The continuing political and economic conflicts between U.S. and China have resulted in, and may continue to result in retaliatory actions from, both countries, and it is unknown whether current US-China relations over Taiwan, including the signature of the US-Taiwan Initiative on 21st Century Trade signed in May 2023, or the United States' continuing commitment to support Taiwan with equipment and services for its self-defense, will impact the ongoing trade dispute with China. We cannot predict what new retaliatory policies and regulations may be implemented by the Chinese government in response to the U.S./Taiwan engagement, and any such policies and regulations or other responses may adversely affect our business operations in China.
HBP and CPP operations are also subject to the effects of international trade agreements and regulations such as the United States-Mexico-Canada Agreement (USMCA), which will undergo a mandatory six-year review in 2026, and the activities and regulations of the World Trade Organization. Although these trade agreements generally have positive effects on trade liberalization, sourcing flexibility and the cost of goods by reducing or eliminating the duties and/or quotas assessed on products manufactured in a particular country, trade agreements can also adversely affect HBP and CPP. For example, trade agreements can result in setting quotas on products that may be imported from a particular country into key markets including the U.S., Canada, Australia and the U.K., or may make it easier for other companies to compete by eliminating restrictions on products from countries in which HBP and CPP competitors source products. With the expansion of its global sourcing strategy and the closure of numerous US manufacturing locations, CPP is likely to experience a diminished ability to take advantage of the trade benefits of the USMCA.

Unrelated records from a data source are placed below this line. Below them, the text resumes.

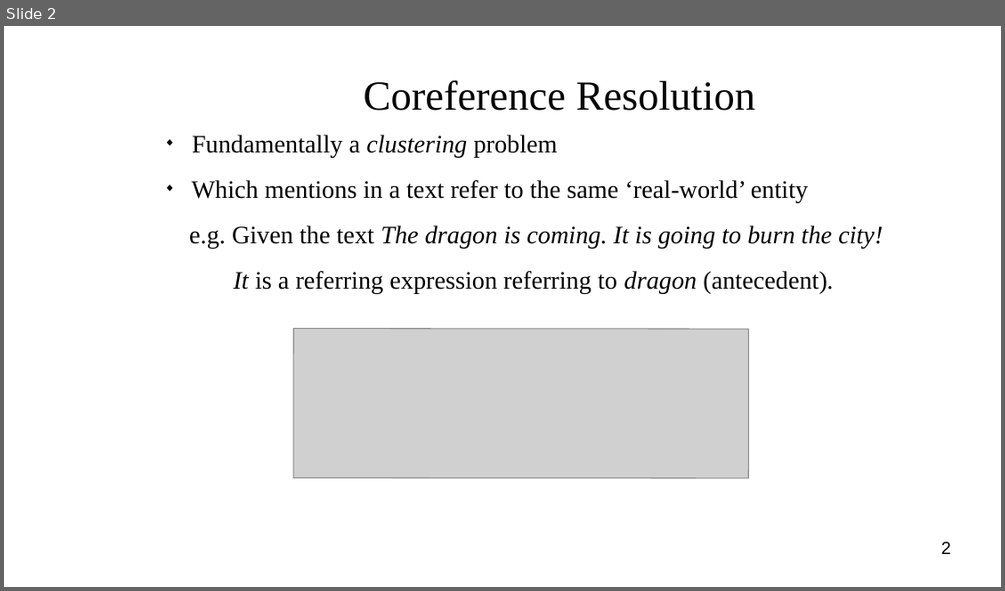
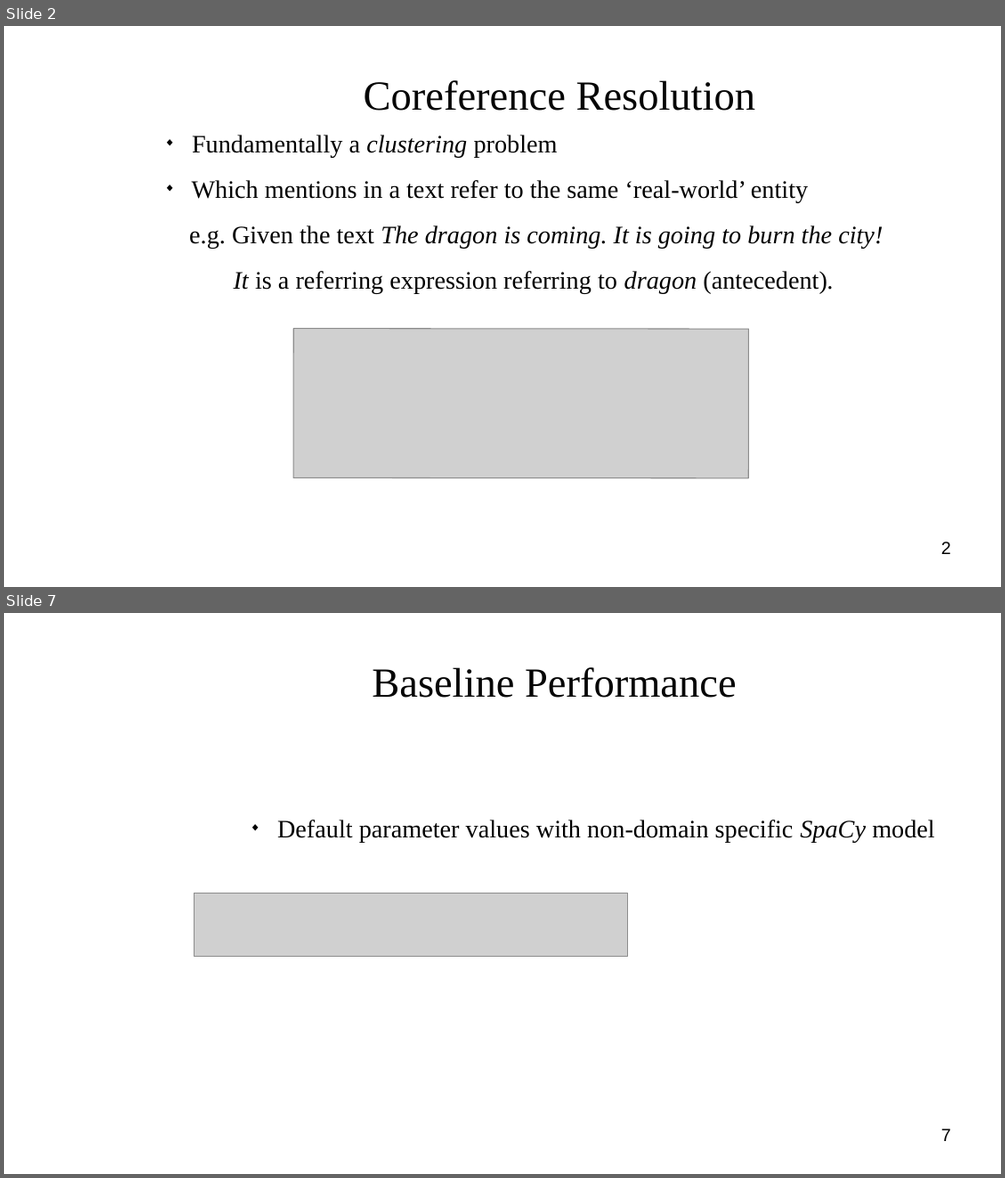
Before and after one commit to masonedmison/coref, a slide deck: documentation/presentation/cs710_presentation.odp. Shown one above the other, each under a label of ours: slide 2 before the commit, slides 2 and 7 after it; the slides between them are not shown. The pictures are 1005x591 and 1005x1178 pixels, drawn with LibreOffice and Linux fonts; fonts in the diff are those of the drawing; grey boxes stand for pictures; background and template pictures are left out. Boxes give left, top, right and bottom in pixels: in the first picture for what was removed or moved away, otherwise in the second. Text is boxed around its words. In the diff, an @@ line names an element or a change of style, - is before the commit and + after.

```diff
--- a/documentation/presentation/cs710_presentation.odp
+++ b/documentation/presentation/cs710_presentation.odp
@@ slide 7 added at (4,613,1001,1174), background picture (left out) @@
@@ title added at (372,667,736,698), 33 pt, text #050505 @@
+Baseline Performance
@@ subtitle added at (277,819,935,843), 20 pt, text #000000 @@
+◆ Default parameter values with non-domain specific SpaCy model
@@ picture added at (194,893,628,956) @@
@@ page number added at (941,1128,951,1141), 14 pt, text #000000 @@
+7
```
Also in this commit, not shown: 1 slide changed, 6 other slides added, 1 slide removed, 32 other files.
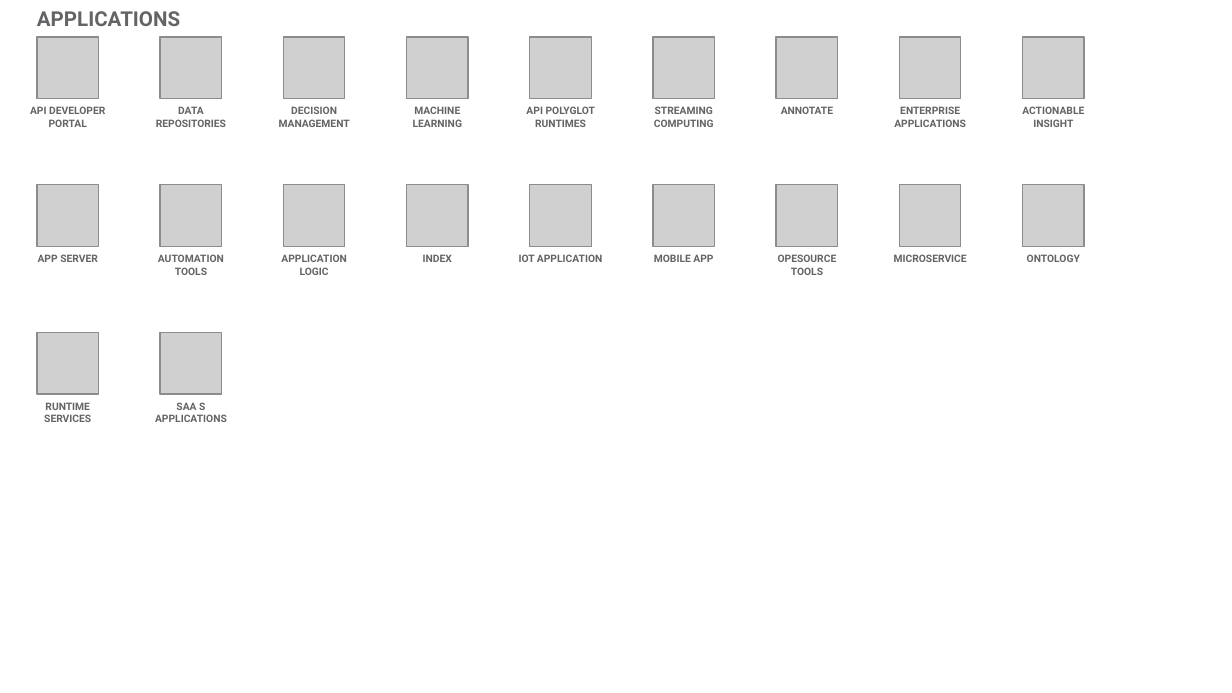
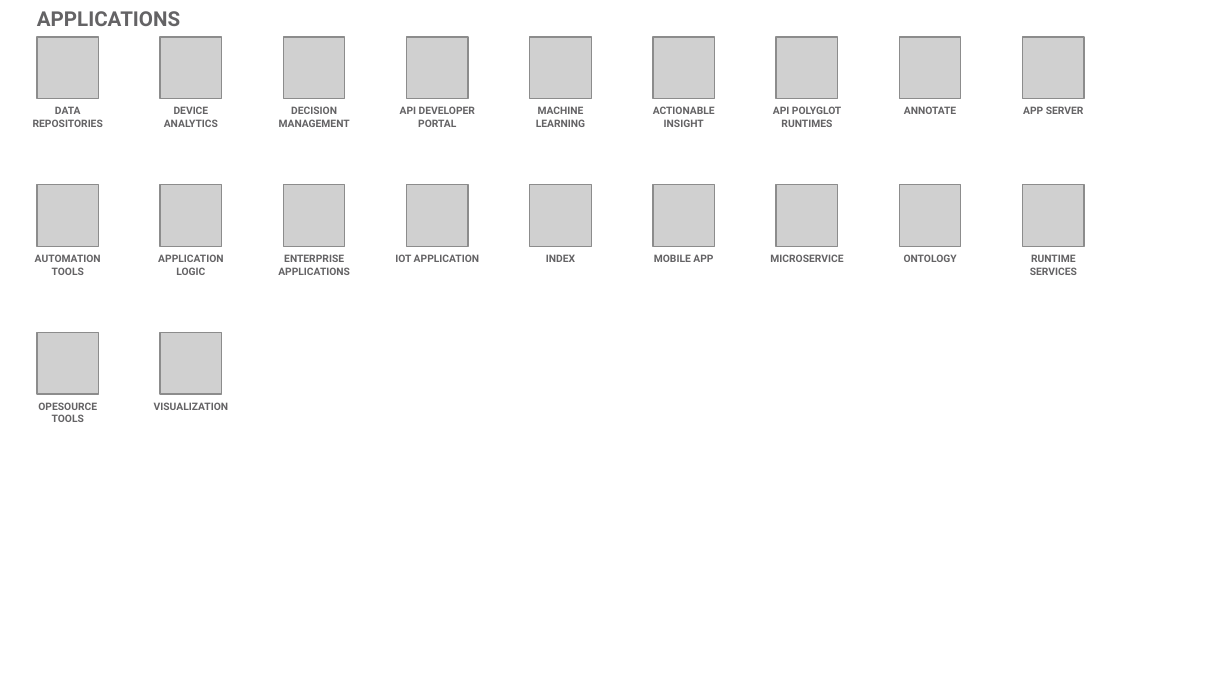
Before and after one commit to l2fprod/myarchitecture, a slide deck: slide 13 of mycatalog-architecture-diagram-template.pptx. Drawn at 1232x693 pixels with LibreOffice and Linux fonts; fonts in the diff are those of the drawing; grey boxes stand for pictures. Boxes give left, top, right and bottom in pixels: in the first picture for what was removed or moved away, otherwise in the second. Text is boxed around its words. In the diff, an @@ line names an element or a change of style, - is before the commit and + after.

```diff
--- a/mycatalog-architecture-diagram-template.pptx
+++ b/mycatalog-architecture-diagram-template.pptx
@@ text added at bbox=[164, 106, 218, 127], 6 pt, text #646365, bold @@
+DEVICE ANALYTICS
@@ text "API DEVELOPER PORTAL": place and size @@
-text "API DEVELOPER PORTAL" at bbox=[30, 106, 105, 127]
+text "API DEVELOPER PORTAL" at bbox=[400, 106, 475, 127]
@@ text at bbox=[653, 106, 715, 127]: text changed @@
-STREAMING COMPUTING
+ACTIONABLE INSIGHT
@@ text "API POLYGLOT RUNTIMES": place and size @@
-text "API POLYGLOT RUNTIMES" at bbox=[526, 106, 595, 127]
+text "API POLYGLOT RUNTIMES" at bbox=[773, 106, 841, 127]
@@ text at bbox=[1023, 106, 1084, 114]: text changed @@
-ACTIONABLE INSIGHT
+APP SERVER
@@ text removed at bbox=[38, 254, 98, 262] @@
-APP SERVER
@@ text "ENTERPRISE APPLICATIONS": place and size @@
-text "ENTERPRISE APPLICATIONS" at bbox=[894, 106, 966, 127]
+text "ENTERPRISE APPLICATIONS" at bbox=[278, 254, 350, 275]
@@ 3 texts: place and size @@
-3 texts at bbox=[413, 106, 833, 262]
+3 texts at bbox=[536, 106, 956, 262]
@@ text removed at bbox=[778, 254, 837, 275] @@
-OPESOURCE TOOLS
@@ 6 texts: place and size @@
-6 texts at bbox=[156, 106, 1080, 275]
+6 texts at bbox=[33, 106, 957, 275]
@@ text added at bbox=[1030, 254, 1077, 275], 6 pt, text #646365, bold @@
+RUNTIME SERVICES
@@ text at bbox=[38, 402, 97, 422]: text changed @@
-RUNTIME SERVICES
+OPESOURCE TOOLS
@@ text at bbox=[154, 402, 228, 410]: text changed @@
-SAA S APPLICATIONS
+VISUALIZATION
```
Also in this commit, not shown: 11 other slides changed, 1 slide added, 1 slide removed.
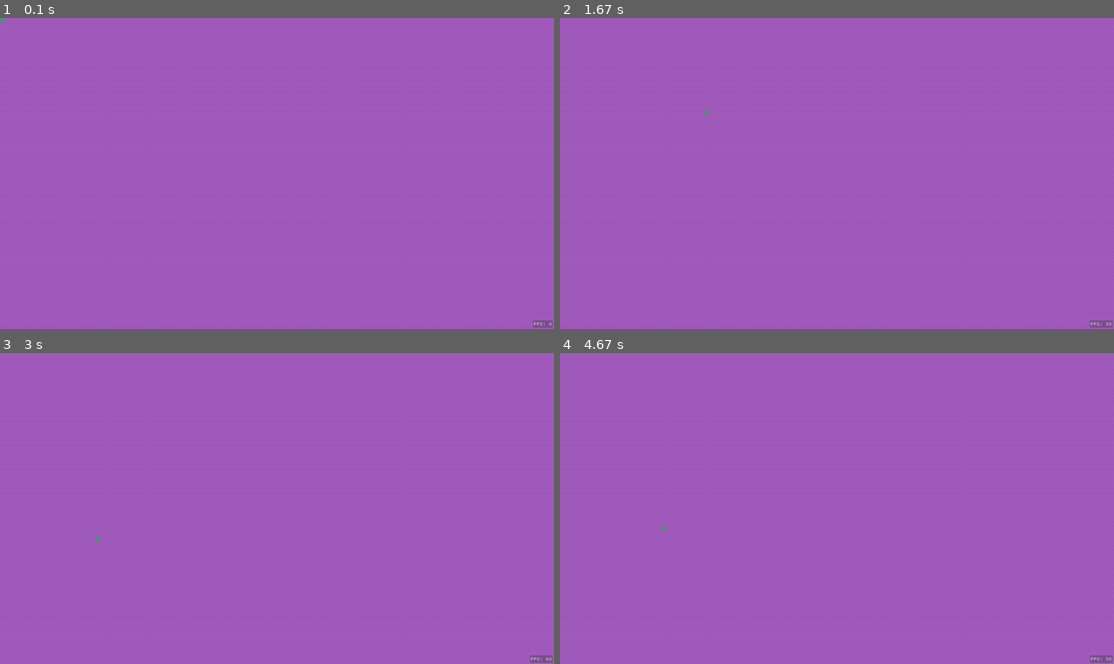
Above: before the commit, frames 1-4 (two rows, left to right).
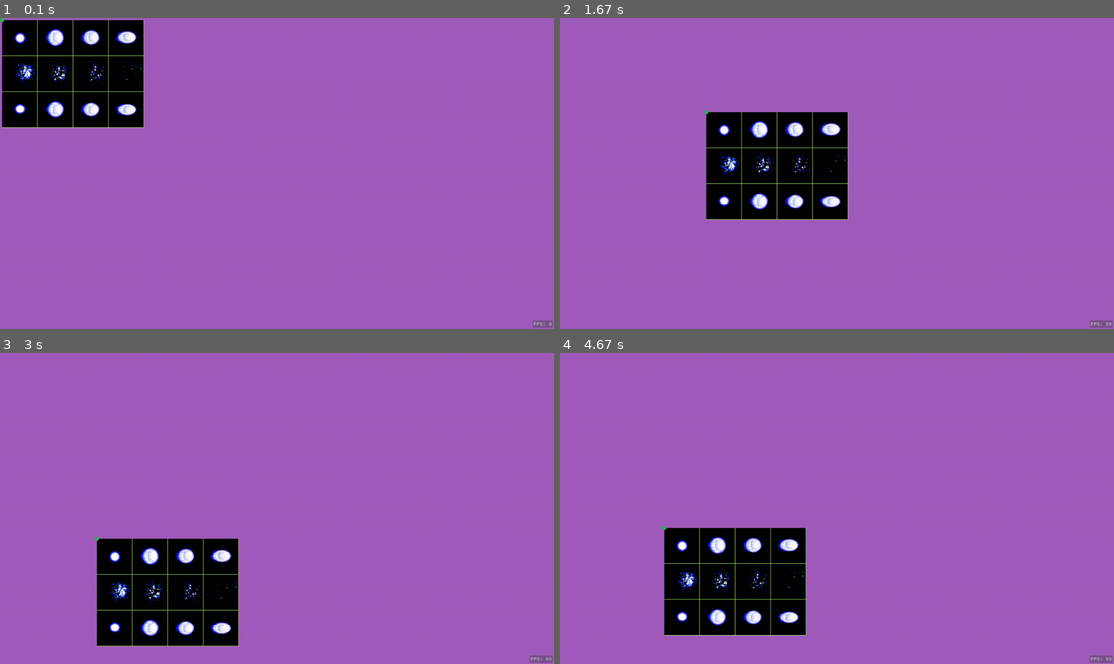
Above: after the commit, the same moments.

Repository: 14thDovePin/Pygame-Project-Template
Game: pygame game, started from main.py
Two runs of this game, one before a commit and one after it. Both use one fixed random seed, a clock stepped at 60 frames per second and the inputs below.
Inputs (mouse positions are in pixels of both pictures, inside the frame that each line leads up to):
- Up to frame 1 (0.1 s): no input
- Up to frame 2 (1.67 s): click (837, 173) at 0.38 s; click (892, 241) at 0.72 s; click (1041, 282) at 1.05 s; click (704, 111) at 1.38 s
- Up to frame 3 (3 s): click (277, 545) at 1.72 s; click (199, 443) at 2.05 s; click (470, 589) at 2.38 s; click (94, 539) at 2.72 s
- Up to frame 4 (4.67 s): click (676, 449) at 3.05 s; click (704, 561) at 3.38 s; click (1036, 580) at 3.72 s; click (670, 623) at 4.05 s; click (665, 527) at 4.38 s

The runs differ from the first frame. In frame 1, 8.9% of the frame differs, in the area x 0-26%, y 0-36%; in frame 2, 9.0%, in the area x 26-53%, y 30-66%; in frame 3, 8.9%; in frame 4, 8.9%.

Commit message:
Rendered sprite of orbiting ship.
Changes
- Refactored code.

`OrbitingShip` Changes
- Changed method name `update_object` to `update`.
- Loaded spritesheet.
- Loaded and set initial attributes.
- Added update for the topleft of the object to follow mouse.
- Added code for blitting.

Diff:
--- a/COMMITLOGS.txt
+++ b/COMMITLOGS.txt
@@ -1,3 +1,17 @@
+Rendered sprite of orbiting ship.
+
+Changes
+- Refactored code.
+
+`OrbitingShip` Changes
+- Changed method name `update_object` to `update`.
+- Loaded spritesheet.
+- Loaded and set initial attributes.
+- Added update for the topleft of the object to follow mouse.
+- Added code for blitting.
+
+
+
 Refactored code; Worked on `OrbitingShip`'s sprite.
 
 Used a different sprite sheet, will update at a later commit.
--- a/display_root.py
+++ b/display_root.py
@@ -6,6 +6,9 @@
     """Process root surface."""
     # Root Surface
     surface = self.root_surface
+
+    # Orbiting Ship
+    self.orbiting_ship.blit(surface)
 
     # Dot Cursor
     self._dot_cursor(surface)
--- a/object_updates.py
+++ b/object_updates.py
@@ -1,2 +1,3 @@
 def _object_updates(self):
     """Process object updates."""
+    self.orbiting_ship.update()
--- a/objects/orbiting_ship.py
+++ b/objects/orbiting_ship.py
@@ -1,5 +1,7 @@
 from pygame.image import load as load_image
+from pygame.math import Vector2
 from pygame.sprite import Sprite
+from pygame import mouse  # TODO: Remove | TestingOnly
 
 
 # Spritesheet DIR
@@ -11,24 +13,30 @@
     def __init__(self, *args, **kwargs):
         "A rotating triangle with the cursor as its center."
         super().__init__(*args, **kwargs)
-
         # Load image or create shape.
         sprite_sheet = load_image(SS_DIR)
+        self.image = sprite_sheet
 
         # Create object rectangle.
-        # Create position vector.
-        # Create velocity vector.
+        self.rect = sprite_sheet.get_rect()
+
+        self._set_attributes()
 
     def _set_attributes(self):
         """Set the object's initial or spawn attributes."""
-        # Set starting position.
-        # Set starting velocity.
+        # Create position & velocity vector.
+        init_value = 0, 0
+        self.pos = Vector2(init_value)
+        self.vect = Vector2(init_value)
 
-    def update_object(self):
+    def update(self):
         """Update object."""
-        # Update position.
-        # Update vector.
+        # Update position & rectangle.
+        pos = mouse.get_pos()
+        self.pos = Vector2(pos)
+        self.rect.topleft = pos
 
     def blit(self, surface):
         """Blit object on surface."""
         # Blit on surface.
+        surface.blit(self.image, self.rect)
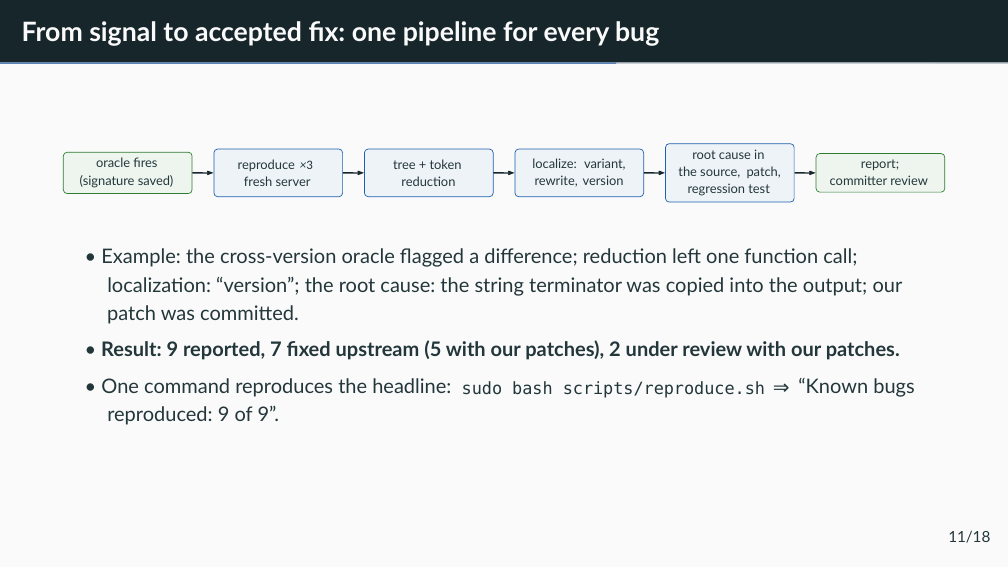
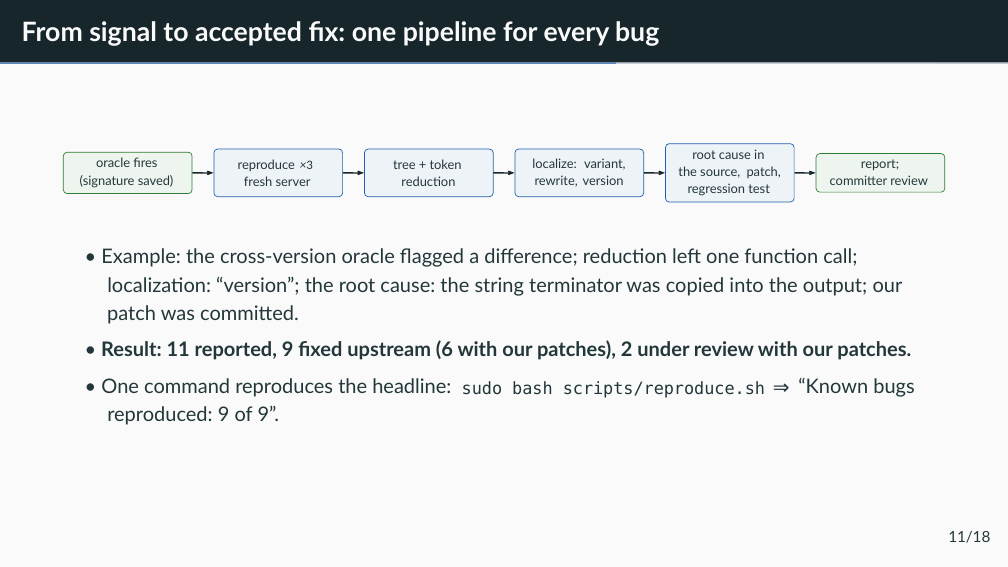
Before and after one commit to v28k/cs5187-term-project, a slide deck: slide 14 of completion/slides/final_presentation.pptx. Drawn at 1008x567 pixels with LibreOffice and Linux fonts; fonts in the diff are those of the drawing. Boxes give left, top, right and bottom in pixels: in the first picture for what was removed or moved away, otherwise in the second. Text is boxed around its words. In the diff, an @@ line names an element or a change of style, - is before the commit and + after.

Commit message:
BUG #19826 fixed upstream with our patch (ef1b7404), BUG #19828 fixed upstream (45ff0b4a): eleven reported, nine fixed; paper, slides, guide and package rebuilt

```diff
--- a/completion/slides/final_presentation.pptx
+++ b/completion/slides/final_presentation.pptx
@@ text at (101,340,911,360): text changed @@
-• Result: 9 reported, 7 ﬁxed upstream (5 with our patches), 2 under review with our patches.
+• Result: 11 reported, 9 ﬁxed upstream (6 with our patches), 2 under review with our patches.
```
Also in this commit, not shown: 2 other slides changed, 32 other files.

The ability of HBP and CPP to import products in a timely and cost-effective manner may continue to be affected by conditions at ports or issues that otherwise affect transportation and warehousing providers, such as port and shipping capacity, fuel prices, labor disputes, severe weather or increased homeland security requirements in the U.S. and other countries, as well as the potential for increased costs due to currency exchange fluctuations. These issues, along with the ongoing war between Russia and Ukraine, could delay importation of products or require HBP and CPP to locate alternative ports or warehousing providers to avoid disruption to customers. These alternatives may not be available on short notice or could result in higher transit costs, which could have an adverse impact on the business and financial results of HBP and CPP.